Agip's involvement with China has steadily intensified. In 1983 Agip joined with Chevron and Texaco in a consortium to explore and extract oil offshore in Chinese waters, especially in the Bohai gulf close to Beijing, and the mouth of the Pearl River, near the city of Guangzhou. Oil is now flowing from an unstaffed well in the Pearl River mouth, reliant on remotely controlled automated technology to extract the oil. While Pearl River oil has begun commercial exploitation only recently, the consortium exploiting the Bohai gulf has long been profitable. Agip China is a partner, in Bohai, with Esso, Chevron and Kerr-McGee, with production now at a level of 2.6 million tonnes of oil a year, plus 400 million cubic metres of gas a year. The Bohai Sea is heavily polluted.

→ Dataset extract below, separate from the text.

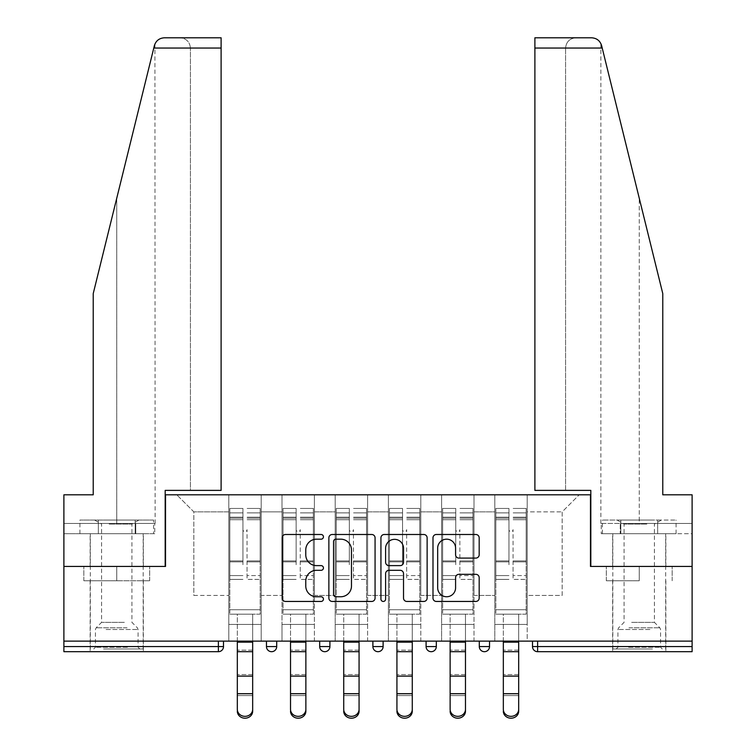 <?xml version="1.0" encoding="UTF-8"?>
<svg xmlns="http://www.w3.org/2000/svg" width="756" height="756" viewBox="0 0 756 756"><rect width="100%" height="100%" fill="white"/><g stroke="black" fill="none" stroke-linecap="round" stroke-linejoin="round"><path stroke-width="0.57" stroke-dasharray="3.78 2.83" d="M323.436 536.836A2.344 2.344 0 0 0 321.092 534.492L285.522 534.492A3.345 3.345 0 0 0 282.177 537.837L282.177 598.1A3.345 3.345 0 0 0 285.522 601.445L321.092 601.445A2.344 2.344 0 0 0 323.436 599.102A2.344 2.344 0 0 0 321.092 596.758L316.49 596.758A10.716 10.716 0 0 1 305.774 586.042L305.774 581.024A10.716 10.716 0 0 1 316.49 570.308L321.092 570.308A2.344 2.344 0 0 0 323.436 567.964A2.344 2.344 0 0 0 321.092 565.62L316.49 565.62A10.716 10.716 0 0 1 305.774 554.913L305.774 549.886A10.716 10.716 0 0 1 316.49 539.179L321.092 539.179A2.344 2.344 0 0 0 323.436 536.836M639.245 651.691L612.643 651.691L639.245 651.691M639.245 580.759L606.331 580.759L639.245 580.759L639.245 566.433L606.331 566.433L672.16 566.433L612.643 566.433L639.245 566.433L639.245 580.759M116.755 651.691L90.153 651.691L116.755 651.691M116.755 580.759L83.84 580.759L149.669 580.759L116.755 580.759L116.755 566.433L83.84 566.433L149.669 566.433L90.153 566.433L143.356 566.433L116.755 566.433L116.755 580.759M527.206 624.409L494.811 624.409L527.206 624.409L494.811 624.409L527.206 624.409L527.206 494.811L579.219 494.811L527.206 494.811L527.206 511.859L562.171 511.859L527.206 511.859L527.206 595.426L562.171 595.426L562.171 511.859L579.219 494.811L562.171 511.859L562.171 595.426L527.206 595.426L527.206 494.811L527.206 624.409L494.811 624.409L527.206 624.409L527.206 641.126L494.811 641.126L527.206 641.126L494.811 641.126L527.206 641.126L527.206 624.409M474.003 624.409L441.608 624.409L474.003 624.409L441.608 624.409L474.003 624.409L474.003 494.811L527.206 494.811L474.003 494.811L474.003 511.859L494.811 511.859L494.811 595.426L494.811 511.859L474.003 511.859L474.003 595.426L494.811 595.426L474.003 595.426L474.003 494.811L474.003 624.409L441.608 624.409L474.003 624.409L474.003 641.126L441.608 641.126L474.003 641.126L441.608 641.126L474.003 641.126L474.003 624.409M420.799 624.409L388.404 624.409L420.799 624.409L388.404 624.409L420.799 624.409L420.799 494.811L474.003 494.811L420.799 494.811L420.799 511.859L441.608 511.859L441.608 595.426L441.608 511.859L420.799 511.859L420.799 595.426L441.608 595.426L420.799 595.426L420.799 494.811L420.799 624.409L388.404 624.409L420.799 624.409L420.799 641.126L388.404 641.126L420.799 641.126L388.404 641.126L420.799 641.126L420.799 624.409M367.596 624.409L335.201 624.409L367.596 624.409L335.201 624.409L367.596 624.409L367.596 494.811L420.799 494.811L367.596 494.811L367.596 511.859L388.404 511.859L388.404 595.426L388.404 511.859L367.596 511.859L367.596 595.426L388.404 595.426L367.596 595.426L367.596 494.811L367.596 624.409L335.201 624.409L367.596 624.409L367.596 641.126L335.201 641.126L367.596 641.126L335.201 641.126L367.596 641.126L367.596 624.409M314.392 624.409L281.997 624.409L314.392 624.409L281.997 624.409L314.392 624.409L314.392 494.811L367.596 494.811L314.392 494.811L314.392 511.859L335.201 511.859L335.201 595.426L335.201 511.859L314.392 511.859L314.392 595.426L335.201 595.426L314.392 595.426L314.392 494.811L314.392 624.409L281.997 624.409L314.392 624.409L314.392 641.126L281.997 641.126L314.392 641.126L281.997 641.126L314.392 641.126L314.392 624.409M591.674 37.8C596.739 38.15 600.056 40.739 601.606 45.577L662.776 293.593L662.776 494.811L662.776 293.593L602.211 48.034L662.776 293.593L662.776 494.811L692.109 494.811L692.109 523.454L620.241 523.454L692.109 523.454L639.245 523.454L692.109 523.454L692.109 533.689L620.241 533.689L692.109 533.689L692.109 494.811L662.776 494.811L692.109 494.811L692.109 566.433L590.474 566.433L590.474 494.811L165.526 494.811L165.526 566.433L63.891 566.433L63.891 641.126L218.389 641.126L63.891 641.126L63.891 651.691L218.389 651.691L218.389 646.578L63.891 646.578M281.997 494.811L314.392 494.811L261.189 494.811L281.997 494.811L281.997 595.426L281.997 511.859L261.189 511.859L281.997 511.859L281.997 494.811L281.997 624.409L281.997 494.811M228.794 494.811L261.189 494.811L261.189 595.426L281.997 595.426L261.189 595.426L261.189 494.811L261.189 624.409L228.794 624.409L261.189 624.409L228.794 624.409L261.189 624.409L261.189 494.811L176.781 494.811L228.794 494.811L228.794 595.426L228.794 511.859L193.829 511.859L228.794 511.859L228.794 494.811L228.794 624.409L261.189 624.409L228.794 624.409L228.794 494.811M494.811 511.859L494.811 494.811L494.811 511.859M441.608 511.859L441.608 494.811L441.608 511.859M388.404 511.859L388.404 494.811L388.404 511.859M335.201 511.859L335.201 494.811L335.201 511.859M193.829 595.426L228.794 595.426L193.829 595.426L193.829 511.859L176.781 494.811L193.829 511.859L193.829 595.426M534.889 37.8L534.889 490.379L565.582 490.379L565.582 48.034L565.582 490.379L534.889 490.379L534.889 37.8L534.889 490.379L590.814 490.379L590.814 566.433L692.109 566.433L692.109 641.126L63.891 641.126M692.109 646.578L537.611 646.578L537.611 651.691L692.109 651.691L692.109 641.126L532.498 641.126L692.109 641.126M228.794 641.126L228.794 624.409L228.794 641.126L228.794 624.409L228.794 641.126L261.189 641.126L261.189 624.409L261.189 641.126L261.189 624.409L261.189 641.126L228.794 641.126M479.295 641.126L489.529 641.126L479.295 641.126M218.389 641.126L223.502 641.126L218.389 641.126L218.389 646.578L223.502 646.578M372.888 641.126L383.112 641.126L372.888 641.126M266.471 641.126L276.705 641.126L266.471 641.126M319.684 641.126L329.909 641.126L319.684 641.126M426.091 641.126L436.316 641.126L426.091 641.126L426.091 646.578L436.316 646.578M281.997 641.126L281.997 624.409L281.997 641.126M335.201 641.126L335.201 494.811L335.201 641.126M388.404 641.126L388.404 494.811L388.404 641.126M441.608 641.126L441.608 494.811L441.608 641.126M494.811 641.126L494.811 494.811L494.811 641.126M532.498 641.126L532.498 646.578L537.611 646.578L537.611 641.126M375.07 598.1L375.07 537.837A3.345 3.345 0 0 0 371.725 534.492L332.224 534.492A3.345 3.345 0 0 0 328.869 537.837L328.869 598.1A3.345 3.345 0 0 0 332.224 601.445L371.725 601.445A3.345 3.345 0 0 0 375.07 598.1M335.9 539.179A2.344 2.344 0 0 0 333.557 541.523L333.557 594.414A2.344 2.344 0 0 0 335.9 596.758L340.758 596.758A10.716 10.716 0 0 0 351.474 586.042L351.474 549.886A10.716 10.716 0 0 0 340.758 539.179L335.9 539.179M384.275 534.492L423.776 534.492A3.345 3.345 0 0 1 427.131 537.837L427.131 598.1A3.345 3.345 0 0 1 423.776 601.445L406.87 601.445A3.345 3.345 0 0 1 403.524 598.1L403.524 573.653A3.345 3.345 0 0 0 400.179 570.308L388.962 570.308A3.345 3.345 0 0 0 385.617 573.653L385.617 599.102A2.344 2.344 0 0 1 383.273 601.445A2.344 2.344 0 0 1 380.93 599.102L380.93 537.837A3.345 3.345 0 0 1 384.275 534.492M403.524 548.298A8.959 8.959 0 0 0 394.575 539.34A8.959 8.959 0 0 0 385.617 548.298L385.617 562.275A3.345 3.345 0 0 0 388.962 565.62L400.179 565.62A3.345 3.345 0 0 0 403.524 562.275L403.524 548.298M458.93 558.089L475.836 558.089A3.345 3.345 0 0 0 479.181 554.743L479.181 537.837A3.345 3.345 0 0 0 475.836 534.492L436.335 534.492A3.345 3.345 0 0 0 432.99 537.837L432.99 598.1A3.345 3.345 0 0 0 436.335 601.445L475.836 601.445A3.345 3.345 0 0 0 479.181 598.1L479.181 577.678A3.345 3.345 0 0 0 475.836 574.324L458.93 574.324A3.345 3.345 0 0 0 455.584 577.678L455.584 587.799A8.959 8.959 0 0 1 446.626 596.758A8.959 8.959 0 0 1 437.677 587.799L437.677 548.128A8.959 8.959 0 0 1 446.626 539.179A8.959 8.959 0 0 1 455.584 548.128L455.584 554.743A3.345 3.345 0 0 0 458.93 558.089M149.669 580.759L149.669 566.433L149.669 580.759M83.84 580.759L83.84 566.433L83.84 580.759M606.331 580.759L606.331 566.433L606.331 580.759M672.16 580.759L672.16 566.433L672.16 580.759M237.318 709.374L237.318 711.235A7.673 6.965 180 0 0 244.991 718.2A7.673 6.965 180 0 0 252.665 711.235L252.665 709.374A7.673 6.965 0 0 1 244.991 716.338A7.673 6.965 0 0 1 237.318 709.374L237.318 711.235M252.665 641.126L252.665 614.174L237.318 614.174L252.665 614.174L252.665 642.156L252.665 614.174L260.168 614.174L260.168 508.457L260.168 614.174L229.815 614.174L260.168 614.174L260.168 519.703L260.168 614.174L252.665 614.174L252.665 711.235L252.665 695.577L237.318 695.577L252.665 695.577L252.665 684.095L252.665 693.715L237.318 693.715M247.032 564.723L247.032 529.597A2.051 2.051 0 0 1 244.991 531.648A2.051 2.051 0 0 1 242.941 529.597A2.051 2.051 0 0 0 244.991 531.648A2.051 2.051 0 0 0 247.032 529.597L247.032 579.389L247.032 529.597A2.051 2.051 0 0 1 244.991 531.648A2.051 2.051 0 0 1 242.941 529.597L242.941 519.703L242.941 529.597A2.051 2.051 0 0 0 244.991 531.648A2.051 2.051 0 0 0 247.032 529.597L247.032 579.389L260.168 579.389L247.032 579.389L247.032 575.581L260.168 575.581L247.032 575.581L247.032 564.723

"ENI has capitalized on another quirk of its Italian state proprietor: the birthplace of Michelangelo and Gianni Versace also housed the West's largest communist party throughout most of the Cold War. That helped ENI wrangle its way into China and the former Soviet Union while oil firms in a hostile united States were sometimes shut out."

ENI/Agip has also been drawn deeply into China by the prospect of oil and gas far inland, in the Tarim Basin of Xinjiang, or east Turkestan; and in the nearby Tibetan Tsaidam Basin, in Qinghai province. Agip was among the many transnational oil companies which paid to explore the Tarim, but with few commercial results. Agip China seems to have had greater commercial success in its contract with China National Petroleum Corporation giving Agip the right to be sole operator of a 7,000 square kilometre block in Tibet, in the eastern part of the Tsaidam Basin, where gas reserves may be as much as 500 billion cubic metres. This is the area immediately to the north of the project area designated by the World Bank for a controversial resettlement project which, after much protest, the World Bank cancelled, but which China intends to complete. The area where Agip is involved is called the Sebei block by Chinese authorities, and is the customary winter grazing ground of Tibetan and Mongolian nomads who in summer trav

el south up into the mountains for summer pasture, then back in late fall to overwinter at lower altitude.

"Italy's Agip has signed an agreement with the China national Petroleum Company to explore the Sebei block in the west China's Qaidam (Tsaidam) Basin. Agip has already been actively developing China's onshore oil resources and is currently taking part in five oil projects in the country."

Agip China has the responsibility of proving the commercial value of the Tibetan field, and making it productive. If it succeeds it will be in legal partnership with CNPC/PetroChina as joint owners, with PetroChina entitled to 51 per cent stake.

ENI is now in partnership with two of China's state owned oil giants, China National Offshore Oil Corporation and China National Petroleum Corporation. ENI is now at roughly the stage it reached early in its relationship with Gazprom in Russia. As with Gazprom, there are opportunities for that relationship to grow. ENI/Agip may leverage its 37 years old connection with China's oil industry into something more.

ENI has a one-third stake in a major $1.6 billion refinery on Hainan Island in southern China. ENI subsidiary Saipem was awarded a $160 million contract to lay a $1.2 billion pipeline to get gas ashore to Hainan from the Arco (now part of BP) joint venture gas field in the South China Sea, the Yacheng 13-1 gas field, in 1993.

"Last year, Chevron's Huizhou joint venture with CNOOC [China National Offshore Oil Company], Italy's Agip China Co., and Texaco Petroleum of the United States produced a record 37 million barrels of crude also a record for a Chinese offshore field, Mr Lohec said."